- WHAT IS EXPECTED
Report how many lines of the material contain the string "changed". Add nothing beyond the number.

- DATA EXTRACTS
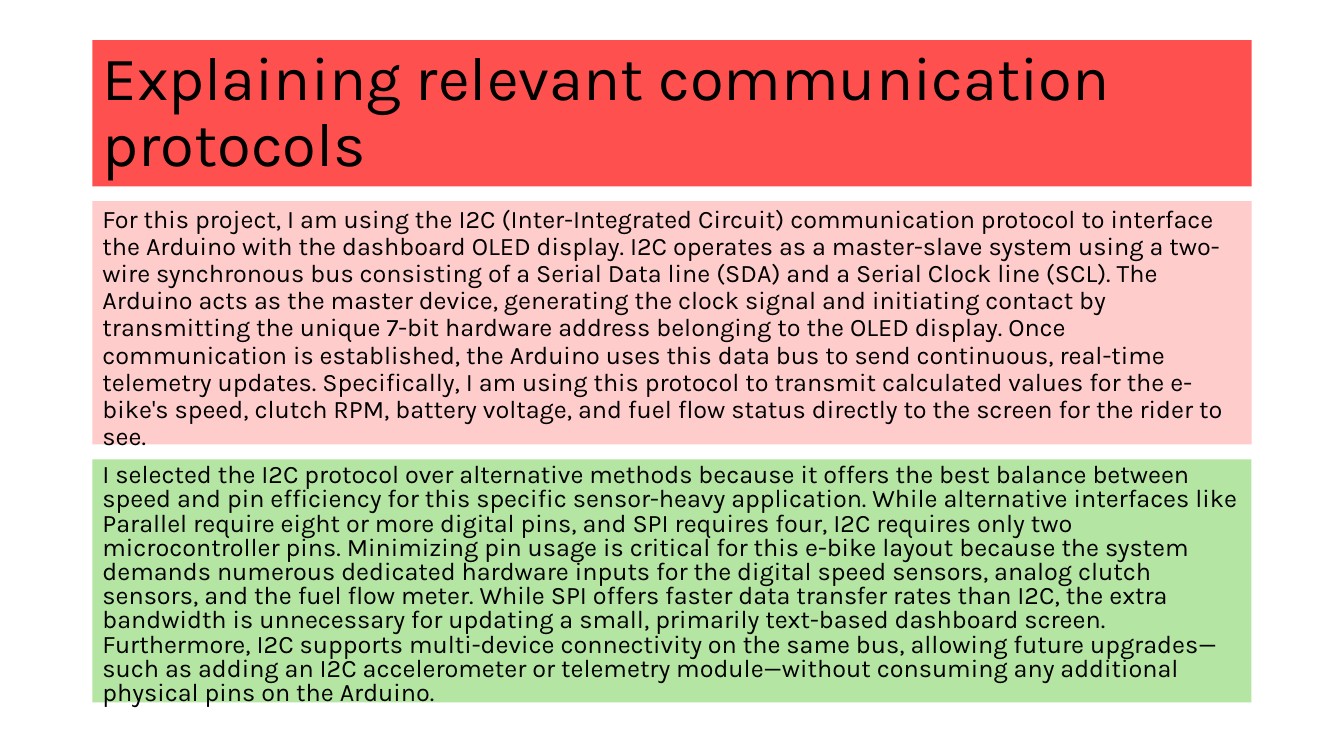
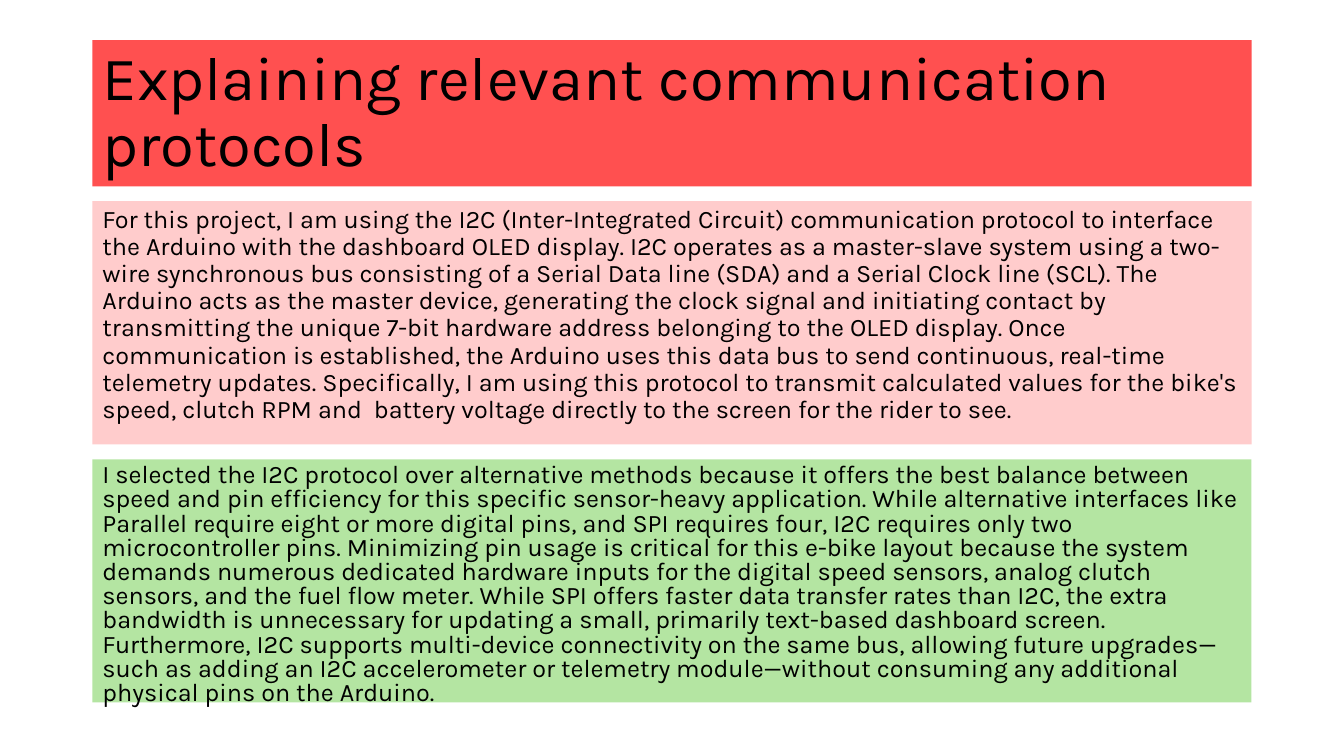
Before and after one commit to Heinrich70/Heinrich-13-Di-70cc-hybrid-pitbike, a slide deck: slide 7 of AS91904 Electronics Heinrich Venter.pptx. Drawn at 1344x756 pixels with LibreOffice and Linux fonts; fonts in the diff are those of the drawing. Boxes give left, top, right and bottom in pixels: in the first picture for what was removed or moved away, otherwise in the second. Text is boxed around its words. In the diff, an @@ line names an element or a change of style, - is before the commit and + after.

```diff
--- a/AS91904 Electronics Heinrich Venter.pptx
+++ b/AS91904 Electronics Heinrich Venter.pptx
@@ text at (102,210,1236,425): text changed @@
-For this project, I am using the I2C (Inter-Integrated Circuit) communication protocol to interface the Arduino with the dashboard OLED display. I2C operates as a master-slave system using a two-wire synchronous bus consisting of a Serial Data line (SDA) and a Serial Clock line (SCL). The Arduino acts as the master device, generating the clock signal and initiating contact by transmitting the unique 7-bit hardware address belonging to the OLED display. Once communication is established, the Arduino uses this data bus to send continuous, real-time telemetry updates. Specifically, I am using this protocol to transmit calculated values for the e-bike's speed, clutch RPM, battery voltage, and fuel flow status directly to the screen for the rider to see.
+For this project, I am using the I2C (Inter-Integrated Circuit) communication protocol to interface the Arduino with the dashboard OLED display. I2C operates as a master-slave system using a two-wire synchronous bus consisting of a Serial Data line (SDA) and a Serial Clock line (SCL). The Arduino acts as the master device, generating the clock signal and initiating contact by transmitting the unique 7-bit hardware address belonging to the OLED display. Once communication is established, the Arduino uses this data bus to send continuous, real-time telemetry updates. Specifically, I am using this protocol to transmit calculated values for the bike's speed, clutch RPM and battery voltage directly to the screen for the rider to see.
```
Also in this commit, not shown: 7 other slides changed.

- TASK OUTPUT
2